L'histoire du convoi du 6 juillet 1942, écrite en 1994 par Claudine Cardon-Hamet dans le cadre d'une thèse de doctorat, prend
le relais des premières recherches menées entre 1970 et 1986 par Roger Arnould
déporté résistant et ancien documentaliste de la Fédération Nationale des Internés Résistants et Patriotes (FNDIRP)
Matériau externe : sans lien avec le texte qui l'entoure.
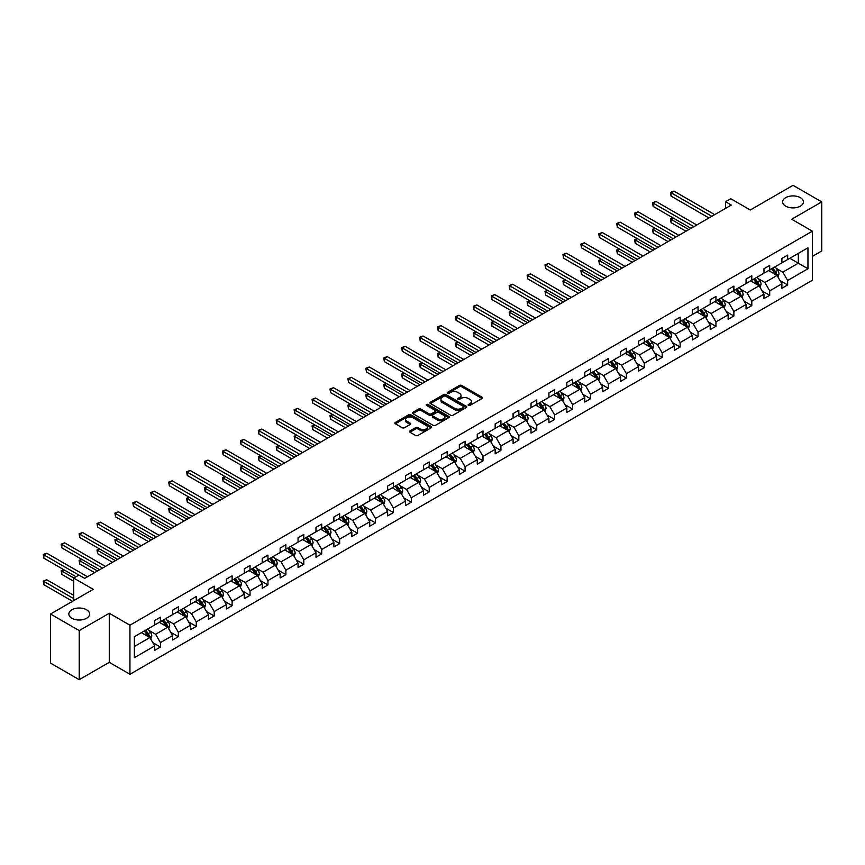 <?xml version="1.0" encoding="UTF-8"?>
<svg xmlns="http://www.w3.org/2000/svg" width="865" height="865" viewBox="0 0 865 865"><rect width="100%" height="100%" fill="white"/><g stroke="black" fill="none" stroke-linecap="round" stroke-linejoin="round"><path stroke-width="1.3" d="M86.576 609.771A10.402 6.001 0 0 0 75.244 608.473A10.402 6.001 0 0 0 68.832 614.02A10.402 6.001 0 0 0 71.871 618.259A10.402 6.001 0 0 0 83.202 619.567A10.402 6.001 0 0 0 89.625 614.02A10.402 6.001 0 0 0 86.576 609.771M800.385 197.663A10.402 6.001 0 0 0 789.053 196.355A10.402 6.001 0 0 0 782.63 201.902A10.402 6.001 0 0 0 785.679 206.151A10.402 6.001 0 0 0 797.011 207.449A10.402 6.001 0 0 0 803.434 201.902A10.402 6.001 0 0 0 800.385 197.663M468.441 405.393A1.114 0.649 0 0 0 470.019 405.393L482 398.473A1.589 0.919 0 0 0 482.465 397.824A1.589 0.919 0 0 0 482 397.176L461.705 385.455A1.589 0.919 0 0 0 459.445 385.455L447.464 392.375A1.114 0.649 0 0 0 449.043 393.283L450.6 392.386A5.104 2.941 0 0 1 457.812 392.386L459.51 393.37A5.104 2.941 0 0 1 461.002 395.446A5.104 2.941 0 0 1 459.51 397.532L457.953 398.43A1.114 0.649 0 0 0 459.531 399.338L461.088 398.441A5.104 2.941 0 0 1 468.3 398.441L469.987 399.425A5.104 2.941 0 0 1 471.49 401.501A5.104 2.941 0 0 1 469.987 403.587L468.441 404.485A1.114 0.649 0 0 0 468.441 405.393L468.441 404.485M812.386 256.386L821.75 250.98L821.75 201.902L793.032 185.326L750.301 210L730.774 198.723L725.551 201.74L725.551 208.368M79.223 679.674L109.271 662.33L109.271 613.253L79.223 630.596L79.223 679.674L50.505 663.098L50.505 614.02L93.247 589.346L73.709 578.069L73.709 600.624M79.223 630.596L50.505 614.02M409.945 430.9A1.589 0.919 0 0 0 409.48 431.549A1.589 0.919 0 0 0 409.945 432.197L415.643 435.484A1.589 0.919 0 0 0 417.903 435.484L431.203 427.807A1.589 0.919 0 0 0 431.667 427.148A1.589 0.919 0 0 0 431.203 426.499L410.907 414.789A1.589 0.919 0 0 0 408.658 414.789L395.348 422.466A1.589 0.919 0 0 0 394.883 423.115A1.589 0.919 0 0 0 395.348 423.764L402.225 427.743A1.589 0.919 0 0 0 404.485 427.743L410.172 424.456A1.589 0.919 0 0 0 410.648 423.796A1.589 0.919 0 0 0 410.172 423.147L406.766 421.179A4.26 2.465 0 0 1 405.512 419.439A4.26 2.465 0 0 1 408.15 417.168A4.26 2.465 0 0 1 412.8 417.698L426.153 425.407A4.26 2.465 0 0 1 427.407 427.148A4.26 2.465 0 0 1 424.78 429.429A4.26 2.465 0 0 1 420.131 428.899L417.903 427.613A1.589 0.919 0 0 0 415.643 427.613L409.945 430.9L409.945 432.197M73.709 578.069L78.942 575.052L84.683 578.371L731.293 205.059L725.551 201.74M109.271 613.253L129.945 625.19L812.386 231.182L812.386 280.26L129.945 674.268L129.945 625.19M821.75 201.902L791.713 219.245L812.386 231.182M450.708 415.243A1.589 0.919 0 0 0 452.968 415.243L466.267 407.556A1.589 0.919 0 0 0 466.732 406.907A1.589 0.919 0 0 0 466.267 406.258L445.972 394.537A1.589 0.919 0 0 0 443.723 394.537L430.413 402.225A1.589 0.919 0 0 0 429.948 402.874A1.589 0.919 0 0 0 430.413 403.522L450.708 415.243M426.975 405.631A1.114 0.649 0 0 1 428.099 405.793L448.719 417.698L435.43 425.364A1.589 0.919 0 0 1 433.181 425.364L412.886 413.643L412.886 412.346A1.589 0.919 0 0 0 412.41 412.994A1.589 0.919 0 0 0 412.886 413.643M412.886 412.346L418.574 409.059A1.589 0.919 0 0 1 420.833 409.059L429.062 413.805A1.589 0.919 0 0 0 431.321 413.805L435.095 411.632A1.589 0.919 0 0 0 435.56 410.972A1.589 0.919 0 0 0 435.095 410.324L426.521 405.382A1.114 0.649 0 0 1 428.099 404.463L448.74 416.379A1.589 0.919 0 0 1 449.205 417.027A1.589 0.919 0 0 1 448.74 417.676L448.74 416.379M134.367 636.694L154.694 624.962L154.694 620.519L160.436 617.199L160.436 621.643L172.622 614.615L172.622 610.171L178.363 606.852L178.363 611.296L190.538 604.267L190.538 599.823L196.279 596.504L196.279 600.948L208.454 593.92L208.454 589.476L214.196 586.167L214.196 590.611L226.381 583.572L226.381 579.128L232.123 575.82L232.123 580.264L244.298 573.236L244.298 568.792L250.039 565.472L250.039 569.916L262.214 562.888L262.214 558.444L267.955 555.125L267.955 559.568L280.141 552.54L280.141 548.096L285.882 544.777L285.882 549.221L298.057 542.193L298.057 537.749L303.799 534.429L303.799 538.873L315.974 531.845L315.974 527.401L321.715 524.093L321.715 528.526L333.89 521.498L333.89 517.054L339.642 513.745L339.642 518.189L351.817 511.15L351.817 506.717L357.559 503.398L357.559 507.842L369.733 500.813L369.733 496.369L375.475 493.05L375.475 497.494L387.65 490.466L387.65 486.022L393.402 482.702L393.402 487.146L405.577 480.118L405.577 475.674L411.318 472.355L411.318 476.799L423.493 469.771L423.493 465.327L429.235 462.007L429.235 466.451L441.41 459.423L441.41 454.979L447.162 451.671L447.162 456.114L459.337 449.076L459.337 444.632L465.078 441.323L465.078 445.767L477.253 438.739L477.253 434.295L482.994 430.975L482.994 435.419L495.169 428.391L495.169 423.947L500.921 420.628L500.921 425.072L513.096 418.044L513.096 413.6L518.838 410.28L518.838 414.724L531.013 407.696L531.013 403.252L536.754 399.933L536.754 404.377L548.929 397.349L548.929 392.905L554.681 389.596L554.681 394.029L566.856 387.001L566.856 382.557L572.598 379.248L572.598 383.692L584.772 376.653L584.772 372.22L590.514 368.901L590.514 373.345L602.689 366.317L602.689 361.873L608.43 358.553L608.43 362.997L620.616 355.969L620.616 351.525L626.357 348.206L626.357 352.65L638.532 345.622L638.532 341.178L644.274 337.858L644.274 342.302L656.449 335.274L656.449 330.83L662.19 327.511L662.19 331.955L674.376 324.926L674.376 320.483L680.117 317.174L680.117 321.618L692.292 314.579L692.292 310.135L698.033 306.826L698.033 311.27L710.208 304.242L710.208 299.798L715.95 296.479L715.95 300.923L728.135 293.895L728.135 289.451L733.877 286.131L733.877 290.575L746.052 283.547L746.052 279.103L751.793 275.784L751.793 280.228L763.968 273.199L763.968 268.756L769.709 265.436L769.709 269.88L781.895 262.852L781.895 258.408L787.637 255.099L787.637 259.532L807.964 247.801L807.964 268.756L787.637 280.498L787.637 284.942L781.895 288.25L781.895 283.807L769.709 290.845L769.709 295.289L763.968 298.598L763.968 294.154L751.793 301.182L751.793 305.626L746.052 308.946L746.052 304.502L733.877 311.53L733.877 315.974L728.135 319.293L728.135 314.849L715.95 321.877L715.95 326.321L710.208 329.641L710.208 325.197L698.033 332.225L698.033 336.669L692.292 339.988L692.292 335.544L680.117 342.572L680.117 347.016L674.376 350.325L674.376 345.881L662.19 352.92L662.19 357.364L656.449 360.673L656.449 356.229L644.274 363.268L644.274 367.701L638.532 371.02L638.532 366.576L626.357 373.604L626.357 378.048L620.616 381.368L620.616 376.924L608.43 383.952L608.43 388.396L602.689 391.715L602.689 387.271L590.514 394.299L590.514 398.743L584.772 402.063L584.772 397.619L572.598 404.647L572.598 409.091L566.856 412.41L566.856 407.966L554.681 414.995L554.681 419.439L548.929 422.747L548.929 418.303L536.754 425.342L536.754 429.786L531.013 433.095L531.013 428.651L518.838 435.679L518.838 440.123L513.096 443.442L513.096 438.998L500.921 446.026L500.921 450.47L495.169 453.79L495.169 449.346L482.994 456.374L482.994 460.818L477.253 464.137L477.253 459.693L465.078 466.722L465.078 471.166L459.337 474.485L459.337 470.041L447.162 477.069L447.162 481.513L441.41 484.822L441.41 480.378L429.235 487.417L429.235 491.861L423.493 495.169L423.493 490.725L411.318 497.764L411.318 502.197L405.577 505.517L405.577 501.073L393.402 508.101L393.402 512.545L387.65 515.864L387.65 511.42L375.475 518.449L375.475 522.893L369.733 526.212L369.733 521.768L357.559 528.796L357.559 533.24L351.817 536.56L351.817 532.116L339.642 539.144L339.642 543.588L333.89 546.907L333.89 542.463L321.715 549.491L321.715 553.935L315.974 557.244L315.974 552.8L303.799 559.839L303.799 564.283L298.057 567.591L298.057 563.147L285.882 570.176L285.882 574.62L280.141 577.939L280.141 573.495L267.955 580.523L267.955 584.967L262.214 588.287L262.214 583.843L250.039 590.871L250.039 595.315L244.298 598.634L244.298 594.19L232.123 601.218L232.123 605.662L226.381 608.982L226.381 604.538L214.196 611.566L214.196 616.01L208.454 619.318L208.454 614.874L196.279 621.913L196.279 626.357L190.538 629.666L190.538 625.222L178.363 632.25L178.363 636.694L172.622 640.014L172.622 635.57L160.436 642.598L160.436 647.042L154.694 650.361L154.694 645.917L134.367 657.66L134.367 636.694M159.29 622.303L167.788 627.212L155.613 634.25L148.964 630.401M155.613 634.25L160.436 642.598M167.788 627.212L172.622 635.57M154.694 623.903L155.613 624.433L160.436 621.643M177.217 611.966L185.715 616.864L173.541 623.903L166.891 620.064M173.541 623.903L178.363 632.25M185.715 616.864L190.538 625.222M172.622 613.555L173.541 614.085L178.363 611.296M195.133 601.618L203.632 606.527L191.457 613.555L184.807 609.717M191.457 613.555L196.279 621.913M203.632 606.527L208.454 614.874M190.538 603.208L191.457 603.738L196.279 600.948M213.049 591.271L221.548 596.18L209.373 603.208L202.724 599.369M209.373 603.208L214.196 611.566M221.548 596.18L226.381 604.538M208.454 592.86L209.373 593.39L214.196 590.611M230.966 580.923L239.475 585.832L227.3 592.86L220.651 589.022M227.3 592.86L232.123 601.218M239.475 585.832L244.298 594.19M226.381 582.513L227.3 583.042L232.123 580.264M248.893 570.576L257.392 575.485L245.217 582.513L238.567 578.674M245.217 582.513L250.039 590.871M257.392 575.485L262.214 583.843M244.298 572.165L245.217 572.695L250.039 569.916M266.809 560.228L275.308 565.137L263.133 572.165L256.483 568.327M263.133 572.165L267.955 580.523M275.308 565.137L280.141 573.495M262.214 561.828L263.133 562.358L267.955 559.568M284.726 549.891L293.235 554.789L281.06 561.828L274.41 557.99M281.06 561.828L285.882 570.176M293.235 554.789L298.057 563.147M280.141 551.481L281.06 552.011L285.882 549.221M302.653 539.544L311.151 544.453L298.976 551.481L292.327 547.642M298.976 551.481L303.799 559.839M311.151 544.453L315.974 552.8M298.057 541.133L298.976 541.663L303.799 538.873M320.569 529.196L329.068 534.105L316.893 541.133L310.243 537.295M316.893 541.133L321.715 549.491M329.068 534.105L333.89 542.463M315.974 530.786L316.893 531.315L321.715 528.526M338.485 518.849L346.995 523.758L334.809 530.786L328.17 526.947M334.809 530.786L339.642 539.144M346.995 523.758L351.817 532.116M333.89 520.438L334.809 520.968L339.642 518.189M356.412 508.501L364.911 513.41L352.736 520.438L346.087 516.6M352.736 520.438L357.559 528.796M364.911 513.41L369.733 521.768M351.817 510.091L352.736 510.62L357.559 507.842M374.329 498.154L382.827 503.062L370.653 510.091L364.003 506.252M370.653 510.091L375.475 518.449M382.827 503.062L387.65 511.42M369.733 499.743L370.653 500.284L375.475 497.494M392.245 487.806L400.755 492.715L388.569 499.754L381.93 495.904M388.569 499.754L393.402 508.101M400.755 492.715L405.577 501.073M387.65 489.406L388.569 489.936L393.402 487.146M410.172 477.469L418.671 482.367L406.496 489.406L399.846 485.568M406.496 489.406L411.318 497.764M418.671 482.367L423.493 490.725M405.577 479.059L406.496 479.588L411.318 476.799M428.089 467.122L436.587 472.031L424.412 479.059L417.763 475.22M424.412 479.059L429.235 487.417M436.587 472.031L441.41 480.378M423.493 468.711L424.412 469.241L429.235 466.451M446.005 456.774L454.514 461.683L442.329 468.711L435.679 464.873M442.329 468.711L447.162 477.069M454.514 461.683L459.337 470.041M441.41 458.364L442.329 458.893L447.162 456.114M463.932 446.427L472.431 451.335L460.256 458.364L453.606 454.525M460.256 458.364L465.078 466.722M472.431 451.335L477.253 459.693M459.337 448.016L460.256 448.546L465.078 445.767M481.848 436.079L490.347 440.988L478.172 448.016L471.522 444.178M478.172 448.016L482.994 456.374M490.347 440.988L495.169 449.346M477.253 437.668L478.172 438.198L482.994 435.419M499.765 425.731L508.263 430.64L496.088 437.668L489.439 433.83M496.088 437.668L500.921 446.026M508.263 430.64L513.096 438.998M495.169 427.332L496.088 427.861L500.921 425.072M517.692 415.395L526.19 420.293L514.015 427.332L507.366 423.493M514.015 427.332L518.838 435.679M526.19 420.293L531.013 428.651M513.096 416.984L514.015 417.514L518.838 414.724M535.608 405.047L544.107 409.956L531.932 416.984L525.282 413.146M531.932 416.984L536.754 425.342M544.107 409.956L548.929 418.303M531.013 406.637L531.932 407.166L536.754 404.377M553.524 394.7L562.023 399.608L549.848 406.637L543.198 402.798M549.848 406.637L554.681 414.995M562.023 399.608L566.856 407.966M548.929 396.289L549.848 396.819L554.681 394.029M571.451 384.352L579.95 389.261L567.775 396.289L561.126 392.45M567.775 396.289L572.598 404.647M579.95 389.261L584.772 397.619M566.856 385.941L567.775 386.471L572.598 383.692M589.368 374.004L597.866 378.913L585.692 385.941L579.042 382.103M585.692 385.941L590.514 394.299M597.866 378.913L602.689 387.271M584.772 375.594L585.692 376.124L590.514 373.345M607.284 363.657L615.783 368.566L603.608 375.594L596.958 371.755M603.608 375.594L608.43 383.952M615.783 368.566L620.616 376.924M602.689 365.246L603.608 365.787L608.43 362.997M625.211 353.309L633.71 358.218L621.535 365.257L614.885 361.408M621.535 365.257L626.357 373.604M633.71 358.218L638.532 366.576M620.616 354.91L621.535 355.439L626.357 352.65M643.127 342.973L651.626 347.871L639.451 354.91L632.802 351.071M639.451 354.91L644.274 363.268M651.626 347.871L656.449 356.229M638.532 344.562L639.451 345.092L644.274 342.302M661.044 332.625L669.542 337.534L657.368 344.562L650.718 340.724M657.368 344.562L662.19 352.92M669.542 337.534L674.376 345.881M656.449 334.214L657.368 334.744L662.19 331.955M678.971 322.277L687.47 327.186L675.295 334.214L668.645 330.376M675.295 334.214L680.117 342.572M687.47 327.186L692.292 335.544M674.376 323.867L675.295 324.397L680.117 321.618M696.887 311.93L705.386 316.839L693.211 323.867L686.561 320.028M693.211 323.867L698.033 332.225M705.386 316.839L710.208 325.197M692.292 313.519L693.211 314.049L698.033 311.27M714.804 301.582L723.302 306.491L711.127 313.519L704.478 309.681M711.127 313.519L715.95 321.877M723.302 306.491L728.135 314.849M710.208 303.172L711.127 303.702L715.95 300.923M732.72 291.235L741.229 296.144L729.054 303.172L722.405 299.333M729.054 303.172L733.877 311.53M741.229 296.144L746.052 304.502M728.135 292.835L729.054 293.365L733.877 290.575M750.647 280.898L759.146 285.796L746.971 292.835L740.321 288.996M746.971 292.835L751.793 301.182M759.146 285.796L763.968 294.154M746.052 282.487L746.971 283.017L751.793 280.228M768.563 270.55L777.062 275.459L764.887 282.487L758.237 278.649M764.887 282.487L769.709 290.845M777.062 275.459L781.895 283.807M763.968 272.14L764.887 272.67L769.709 269.88M789.821 258.278L798.319 263.187L782.814 272.14L776.165 268.301M782.814 272.14L787.637 280.498M807.964 268.756L798.319 263.187L798.319 253.369L807.964 247.801M109.271 662.33L129.945 674.268M781.895 261.792L782.814 262.322L787.637 259.532M134.367 646.512L149.872 637.559L141.373 632.65M149.872 637.559L154.694 645.917M779.992 280.53L787.637 284.942M762.076 290.878L769.709 295.289M744.16 301.225L751.793 305.626M726.232 311.562L733.877 315.974M708.316 321.91L715.95 326.321M690.4 332.257L698.033 336.669M672.473 342.605L680.117 347.016M654.556 352.952L662.19 357.364M636.64 363.3L644.274 367.701M618.713 373.637L626.357 378.048M600.797 383.984L608.43 388.396M582.88 394.332L590.514 398.743M564.953 404.679L572.598 409.091M547.037 415.027L554.681 419.439M529.12 425.375L536.754 429.786M511.193 435.722L518.838 440.123M493.277 446.059L500.921 450.47M475.361 456.406L482.994 460.818M457.434 466.754L465.078 471.166M439.517 477.102L447.162 481.513M421.601 487.449L429.235 491.861M403.674 497.797L411.318 502.197M385.758 508.133L393.402 512.545M367.841 518.481L375.475 522.893M349.925 528.829L357.559 533.24M331.998 539.176L339.642 543.588M314.082 549.524L321.715 553.935M296.165 559.871L303.799 564.283M278.238 570.219L285.882 574.62M260.322 580.556L267.955 584.967M242.405 590.903L250.039 595.315M224.478 601.251L232.123 605.662M206.562 611.598L214.196 616.01M188.646 621.946L196.279 626.357M170.719 632.293L178.363 636.694M152.802 642.63L160.436 647.042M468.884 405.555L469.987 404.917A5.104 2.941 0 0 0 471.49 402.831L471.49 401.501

DOUCHET Modeste, Alexandre



Alexandre Douchet © Mme Lelorrain-Douchet
Matricule "45481" à Auschwitz

Modeste, Alexandre (1) Douchet est né le 23 octobre 1896 à Bar-le-Duc (Meuse). Il est le fils de Maria Tritz, 26 ans, sans profession et de Victor Douchet, 27 ans, manœuvre, son époux. Modeste Douchet habite 9 bis place de la mairie à Esbly (Seine-et-Marne) au moment de son arrestation. Cheminot, il est cantonnier.
Conscrit de la classe 1915, il est appelé le 10 avril 1915 au 154ème régiment d’infanterie. Alexandre Douchet qui ne s’est pas présenté à la caserne est classé insoumis quinze jours après (il ne sera« rayé » de l’insoumission qu’en 1924). En fait la famille Douchet a quitté la Meuse et habitent à Caudry, canton de Clary (Nord). La ville sera occupée par les Allemands pendant presque toute la durée de la guerre, ce qui sera considéré « cause de force majeure » pour l’armée !
Alexandre Douchet ne sera en fait recensé qu’en 1919, dans la subdivision d’Avesnes (Nord) où ses parents sont domiciliés.
Lors du conseil de révision de la classe 1919, son registre matricule militaire indique qu’il mesure 1m 75, a les cheveux châtain, les yeux marron clair, le menton rond et le nez rectiligne, les lèvres minces et la bouche petite, le visage rond et osseux, la corpulence moyenne. Le 6 février 1919, le conseil de révision du Nord le déclare « maintenu service armé ». Mais Alexandre Douchet habite alors Mareuil-les-Meaux en Seine-et-Marne. Il est donc « introuvable dans les délais de libération de sa classe » et sera de ce fait directement placé dans la réserve de l’armée active ! Le 12 juin 1921, il habite Mareuil-les-Meaux. 
Il épouse Marcelle, Désirée, Alphonsine Marton, à Quincy-Sejy (Seine-et-Marne), le 17 décembre 1921. Les jeunes mariés y habitent en février 1922. En 1925, le registre matricule indique qu’il a été embauché aux chemins de fer du Nord et se trouve de ce fait « affecté spécial » pour la réserve de l’armée.
Le couple a une fille prénommée Régine, qui nait le 29 août 1925.
La famille va habiter Esbly en 1927. Alexandre Douchet y est cantonnier aux chemins de fer du Nord.
Il est vraisemblable qu'à l'instar de la quasi totalité des "affectés spéciaux" considérés comme communistes ou syndicalistes (en particulier les cheminots), il ait été rayé de l'affectation spéciale fin 1939 ou début 40 et réaffecté dans la réserve, donc mobilisable.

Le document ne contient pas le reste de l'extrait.